Is that true that even trying to keep parameters numbers within 5 to 6 to prevent curve-fitting, I can have a very complicated math/stats model to deal with these 5 to 6 parameters?
-HK
Hi HK,
Complexity of a model refers to both number of parameters and rules. With many trading rules, you can still overfit your model.
Ernie
Hi Ernie,
If the columns of data increase like including open interest, volume, some other daily/weekly data from government/stock exchange are used with price instead of just price itself, then can the ideal number of parameters be much more than suggested maximum 5 in total?
-HK
Hi Ernie,
I bought your book on Kindle the first week and finished it almost immediately. Thanks for writing that. I have failed with strategies that up to well into millions HMM/NN/GA optimized parameters before, and I became a believer of simple modeled strategies after your first book. Compare to 7 years ago when you first started independent, how easy do you find exploring/tweeking simple strategies now? I haven't had many tradable ones besides tweeking your book's. Thanks
IC
Hi HK,
If you have more complex input data, you can judiciously add more parameters.
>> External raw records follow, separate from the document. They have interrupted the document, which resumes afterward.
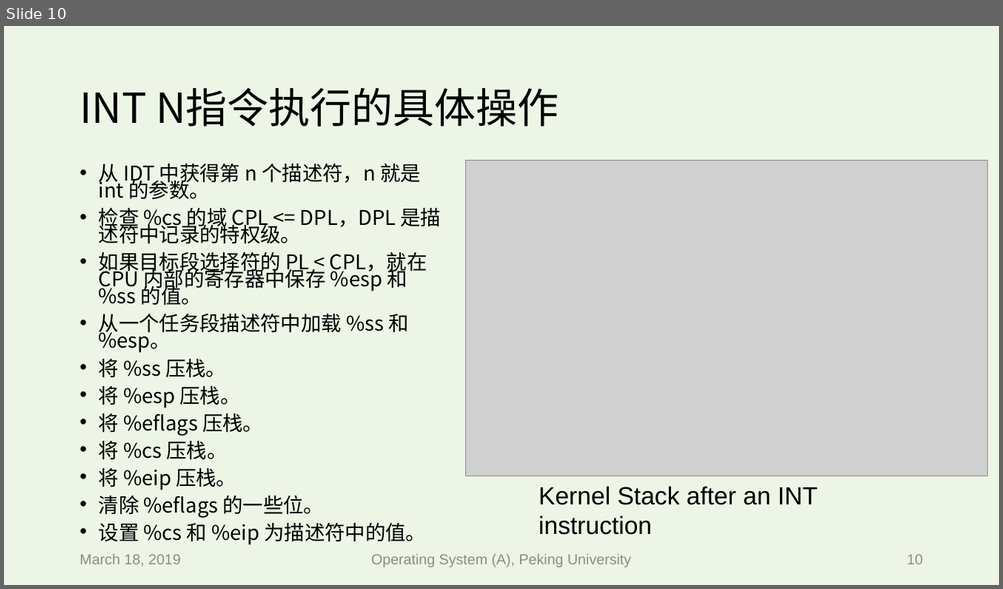
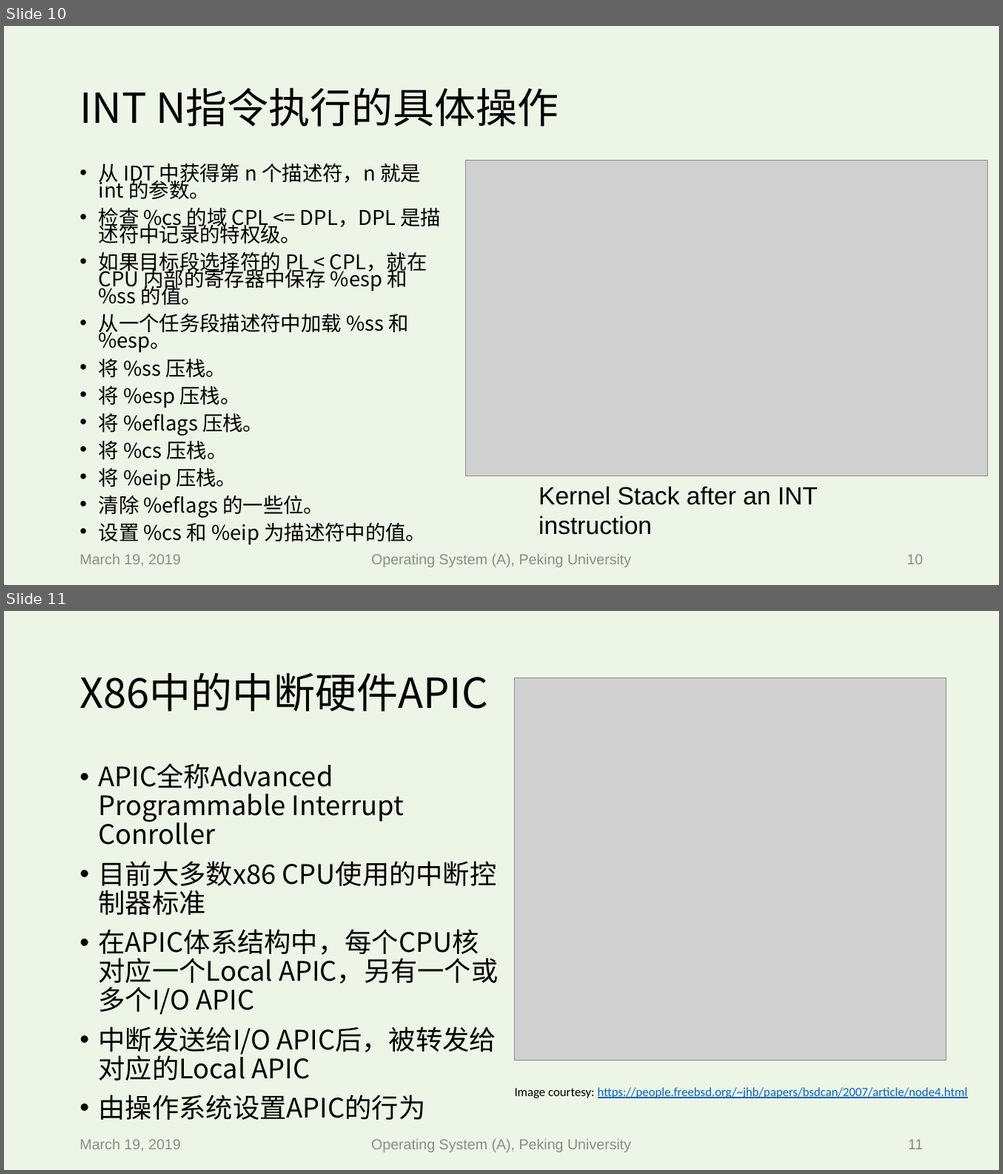
Before and after one commit to hehao98/hehao98.github.io, a slide deck: files/Xv6中断与系统调用.pptx. Shown one above the other, each under a label of ours: slide 10 before the commit, slides 10 and 11 after it. The pictures are 1003x589 and 1003x1174 pixels, drawn with LibreOffice and Linux fonts; fonts in the diff are those of the drawing; grey boxes stand for pictures. Boxes give left, top, right and bottom in pixels: in the first picture for what was removed or moved away, otherwise in the second. Text is boxed around its words. In the diff, an @@ line names an element or a change of style, - is before the commit and + after.

```diff
--- a/files/Xv6中断与系统调用.pptx
+++ b/files/Xv6中断与系统调用.pptx
@@ slide 11 added at bbox=[4, 611, 999, 1170], background #E2F0D9 at 64% opacity @@
@@ title added at bbox=[79, 673, 487, 712], 40 pt, text #000000 @@
+X86中的中断硬件APIC
@@ picture added at bbox=[515, 678, 945, 1061] @@
@@ text added at bbox=[99, 763, 498, 1120], 25.9 pt, text #000000 @@
+• APIC全称Advanced Programmable Interrupt Conroller
+• 目前大多数x86 CPU使用的中断控制器标准
+• 在APIC体系结构中，每个CPU核对应一个Local APIC，另有一个或多个I/O APIC
+• 中断发送给I/O APIC后，被转发给对应的Local APIC
+• 由操作系统设置APIC的行为
@@ text added at bbox=[515, 1088, 967, 1099], 12 pt, text #0563C1, underline @@
+Image courtesy: https://people.freebsd.org/~jhb/papers/bsdcan/2007/article/node4.html
@@ text added at bbox=[79, 1139, 181, 1152], 14 pt, text #8C8C8C @@
+March 19, 2019
@@ text added at bbox=[371, 1139, 631, 1153], 14 pt, text #8C8C8C @@
+Operating System (A), Peking University
@@ page number added at bbox=[908, 1139, 922, 1150], 14 pt, text #8C8C8C @@
+11
@@ slide 10 changed as well @@
@@ text at bbox=[79, 554, 181, 567]: text changed @@
-March 18, 2019
+March 19, 2019
```
Also in this commit, not shown: 25 other slides changed, 2 other files.

5 is not some magic number ... choosing the right model to start is more of an art rather than science. It is validating this model that is a science.
Ernie
Hi IC,
I find it is easy to come up with models that work, at least for some period of time, and for low capacity. It is much more difficult to find models that continue to work for a long time and have high capacity (> $10M, say).
Ernie
Hi Ernie,
I have two questions:
1. When working for a firm, is there any way in which I can protect the intellectual property rights of my strategies? At least minimizing the risk of being sued, should I quit and start elsewhere.
What's your experience in terms of property rights? Are legal fights common or how is this in general dealt with when changing firms?
2. Very different question: I have a strategy with a Sharpe of 2.3 from 1997, assuming 30 bps roundtrip costs, for Russell 1000 stocks. It is a daily strategy backtested on end of day quotes.
Do i need to backtest it also on intraday day data since I cant really trade on end of day quotes?
In practice, I would trade 1555-1600.
Are the last minute prices in general close to the closing price so in the long run, the difference washes out?
Thanks a lot
Hi Anon,
1) The best way to take your IP away with you when you quit is to negotiate that BEFORE you start the job. I know some hedge funds allow that. Once you signed an employment contract, you have given up your rights to your employer. So you are at the mercy of their IP enforcement. Some firms won't hesitate to sue. (Of course, you can also negotiate this just before you quit.)
2) You should focus on results only since 2007. Market structure is so different before that year that the backtest is not only useless, but misleading.
You should either use midpoints or primary exchange closes for this backtest. The "last price" reported in most daily historical prices is often far from the price you can be filled.
Ernie
Hi Erine,
I read a article mentioned of using TLS (total Least Square) to find the spread ratio instead of using OLS.
The reason is TLS
minimizes the distance from each (xi, yi) point to the regression line. The distances to be minimized are vectors which
are orthogonal to the regression line, hence the alternative name "orthogonal regression." That distance is unchanged if we exchange X and Y , so the resulting fit is unchanged, too. That gives the needed symmetry.
I would like to hear your opinion, thx
Hi Ernie,
I was going through your book and I think you have a bug in example 7.1 on page 156. The last line is (op-cl)./op but it should be (cl-op)./op
The strategy as given in the code (and as simulated) is a mean-reversal rather than momentum strategy.
Hi Anon,
TLS sounds like a very reasonable scheme - thanks for introducing it to us. It should be a useful substitute for Johansen to find hedge ratios in a symmetric way.
Ernie
Hi Thomas,
You are right ... the return should be (cl-op)./op.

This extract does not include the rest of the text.